* _Data for review_:
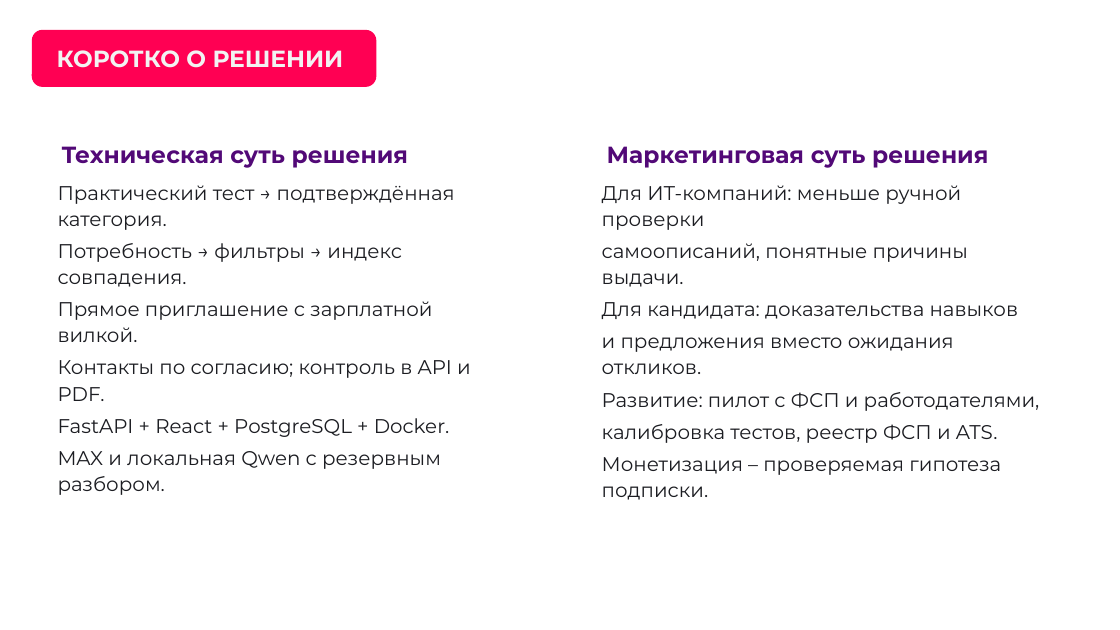
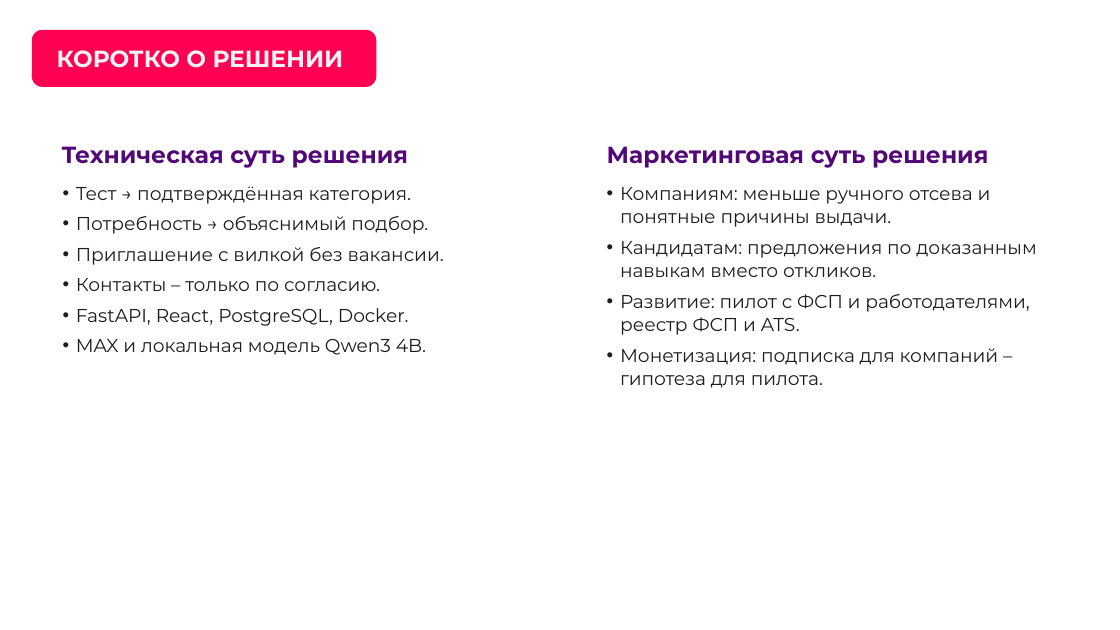
Before and after one commit to Valery766/kodmatch-lct-2026, a slide deck: slide 5 of presentation/КОД.МЭТЧ_unecon.tech_ЛЦТ_ФСП_2026.pptx. Drawn at 1120x630 pixels with LibreOffice and Linux fonts; fonts in the diff are those of the drawing; background and template pictures are left out. Boxes give left, top, right and bottom in pixels: in the first picture for what was removed or moved away, otherwise in the second. Text is boxed around its words. In the diff, an @@ line names an element or a change of style, - is before the commit and + after.

```diff
--- a/presentation/КОД.МЭТЧ_unecon.tech_ЛЦТ_ФСП_2026.pptx
+++ b/presentation/КОД.МЭТЧ_unecon.tech_ЛЦТ_ФСП_2026.pptx
@@ text at bbox=[76, 186, 444, 355]: text changed; size 17 to 16 pt @@
-Практический тест → подтверждённая категория.
-Потребность → фильтры → индекс совпадения.
-Прямое приглашение с зарплатной вилкой.
-Контакты по согласию; контроль в API и PDF.
-FastAPI + React + PostgreSQL + Docker.
-MAX и локальная Qwen с резервным разбором.
+• Тест → подтверждённая категория.
+• Потребность → объяснимый подбор.
+• Приглашение с вилкой без вакансии.
+• Контакты – только по согласию.
+• FastAPI, React, PostgreSQL, Docker.
+• MAX и локальная модель Qwen3 4B.
@@ text at bbox=[620, 187, 1036, 388]: text changed; size 17 to 16 pt @@
-Для ИТ-компаний: меньше ручной проверки
-самоописаний, понятные причины выдачи.
-Для кандидата: доказательства навыков
-и предложения вместо ожидания откликов.
-Развитие: пилот с ФСП и работодателями,
-калибровка тестов, реестр ФСП и ATS.
-Монетизация – проверяемая гипотеза подписки.
+• Компаниям: меньше ручного отсева и понятные причины выдачи.
+• Кандидатам: предложения по доказанным навыкам вместо откликов.
+• Развитие: пилот с ФСП и работодателями, реестр ФСП и ATS.
+• Монетизация: подписка для компаний – гипотеза для пилота.
```
Also in this commit, not shown: 14 other slides changed, 52 other files.

* _Work task_:
Transcribe the listing above in full and exactly; no pictures belong in the copy.

* _Response box_:
Before and after one commit to Valery766/kodmatch-lct-2026, a slide deck: slide 5 of presentation/КОД.МЭТЧ_unecon.tech_ЛЦТ_ФСП_2026.pptx. Drawn at 1120x630 pixels with LibreOffice and Linux fonts; fonts in the diff are those of the drawing; background and template pictures are left out. Boxes give left, top, right and bottom in pixels: in the first picture for what was removed or moved away, otherwise in the second. Text is boxed around its words. In the diff, an @@ line names an element or a change of style, - is before the commit and + after.

```diff
--- a/presentation/КОД.МЭТЧ_unecon.tech_ЛЦТ_ФСП_2026.pptx
+++ b/presentation/КОД.МЭТЧ_unecon.tech_ЛЦТ_ФСП_2026.pptx
@@ text at bbox=[76, 186, 444, 355]: text changed; size 17 to 16 pt @@
-Практический тест → подтверждённая категория.
-Потребность → фильтры → индекс совпадения.
-Прямое приглашение с зарплатной вилкой.
-Контакты по согласию; контроль в API и PDF.
-FastAPI + React + PostgreSQL + Docker.
-MAX и локальная Qwen с резервным разбором.
+• Тест → подтверждённая категория.
+• Потребность → объяснимый подбор.
+• Приглашение с вилкой без вакансии.
+• Контакты – только по согласию.
+• FastAPI, React, PostgreSQL, Docker.
+• MAX и локальная модель Qwen3 4B.
@@ text at bbox=[620, 187, 1036, 388]: text changed; size 17 to 16 pt @@
-Для ИТ-компаний: меньше ручной проверки
-самоописаний, понятные причины выдачи.
-Для кандидата: доказательства навыков
-и предложения вместо ожидания откликов.
-Развитие: пилот с ФСП и работодателями,
-калибровка тестов, реестр ФСП и ATS.
-Монетизация – проверяемая гипотеза подписки.
+• Компаниям: меньше ручного отсева и понятные причины выдачи.
+• Кандидатам: предложения по доказанным навыкам вместо откликов.
+• Развитие: пилот с ФСП и работодателями, реестр ФСП и ATS.
+• Монетизация: подписка для компаний – гипотеза для пилота.
```
Also in this commit, not shown: 14 other slides changed, 52 other files.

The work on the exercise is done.